- Cover of the single released in the Netherlands

Single by Fair Weather
- B-side: "Haven't I Tried (To Be a Good Man)"
- Released: 3 July 1970
- Genre: Rock
- Length: 4:24
- Label: RCA Victor
- Songwriter(s): Andy Fairweather Low
- Producer(s): Andy Fairweather Low

Fair Weather singles chronology
|  | "Natural Sinner" (1970) | "Road to Freedom" (1970) |

= Natural Sinner =

1970 single by Fair Weather

"Natural Sinner" is a song by British rock band Fair Weather, released in July 1970 as their debut single. It peaked at number 6 on the UK Singles Chart.

== Release ==
Fair Weather was formed after the disbandment of Amen Corner, with the name coming from frontman Andy Fairweather Low. "Natural Sinner" was the band's release, as a non-album single, despite releasing an album, Beginning from the End, at the end of the year.

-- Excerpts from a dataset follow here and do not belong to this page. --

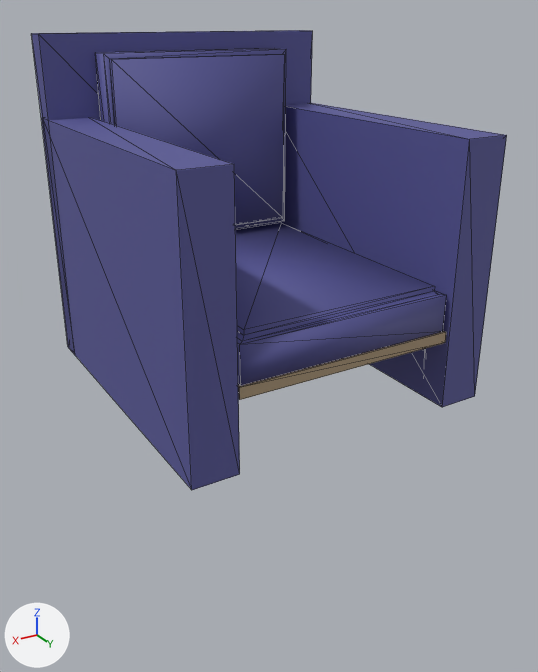
The glTF model ev_engine/assets/armchair.glb: old version first, new version second.
Rendered twice from a 50 mm camera at (0.82, 1.42, 0.8) aimed at (-0.11, -0.14, 0.02). The lights are fixed; the arrows at lower left show +X, +Y and +Z. The first picture is the older version. Mesh edges are drawn as thin lines. Vertices at exactly the same position are counted once.

The first picture shows 'Armchair'.
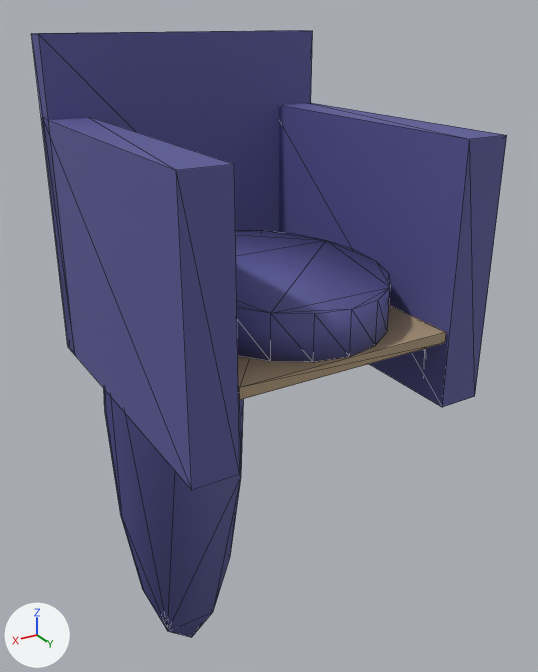
Commit message: Armchair v9: cylinder cushions for rounded edges (no bevel needed)

What changed in the scene script:
```text
Change me_cube_001:
    used by ob_armchair; location = (0.0, 0.0, 0.0)
    remove me_cube_001.from_pydata(...)  # 132 vertices, 224 faces; spans x -0.355..0.355, y -0.38..0.37, z 0.0..0.76
    add me_cube_001.from_pydata(...)  # 168 vertices, 296 faces; spans x -0.355..0.355, y -0.509..0.37, z -1.285..0.76
    me_cube_001 part 1: a new loose piece, a 20-sided cylinder along z spanning x -0.245..0.245, y -0.28..0.36, z 0.18..0.28, in mat_ev_leather (blue #585898)
    me_cube_001 part 2: a new loose piece, a 16-sided cylinder along y spanning x -0.235..0.235, y -0.509..-0.496, z -1.285..0.715, in mat_ev_leather (blue #585898)
    me_cube_001 part 3: the loose piece of 20 vertices spanning x -0.245..0.245, y -0.28..0.36, z 0.18..0.28 is deleted
    me_cube_001 part 4: the loose piece of 16 vertices spanning x -0.235..0.235, y -0.315..-0.245, z 0.285..0.72 is deleted
```

Boxes (x1, y1, x2, y2) around the edits, measured in the pictures (538 x 672 px):
'Armchair', reshaped (32% taller): before (31, 30, 507, 490); after (31, 30, 507, 638)
part 1 of me_cube_001, added (blue): after (236, 230, 390, 362)
part 2 of me_cube_001, added (blue): after (103, 388, 244, 638)
part 3 of me_cube_001, deleted (blue): before (236, 223, 447, 386)
part 4 of me_cube_001, deleted (blue): before (95, 48, 286, 228)

Despite releasing further singles, "Natural Sinner" was the band's only hit and they split in 1972.

== Track listing ==
7": RCA / RCA 1977
1. "Natural Sinner" – 4:24
2. "Haven't I Tried (To Be A Good Man)" – 4:09

== Personnel ==
- Andy Fairweather Low – vocals, guitar
- Blue Weaver – organ
- Neil Jones – guitar
- Clive Taylor – bass
- Dennis Byron – drums

== Charts ==

| Chart (1970) | Peak position |
|---|---|
| Belgium (Ultratop 50 Flanders) | 14 |
| Belgium (Ultratop 50 Wallonia) | 49 |
| Germany (GfK) | 24 |
| Ireland (IRMA) | 10 |
| Netherlands (Dutch Top 40) | 26 |
| Netherlands (Single Top 100) | 21 |
| UK Singles (OCC) | 6 |

== Cover versions ==
- In 1970, German band leader James Last covered the song on his album Non Stop Dancing 11.
- In 1971, American R&B vocalist Lloyd Price released a cover as a single.
- In 1994, a cover by Elton John, recorded in 1970, was released on his compilation album Chartbusters Go Pop.
- In 2008, Andy Fairweather Low released a solo version on his compilation album The Very Best of Andy Fairweather Low – The Low Rider.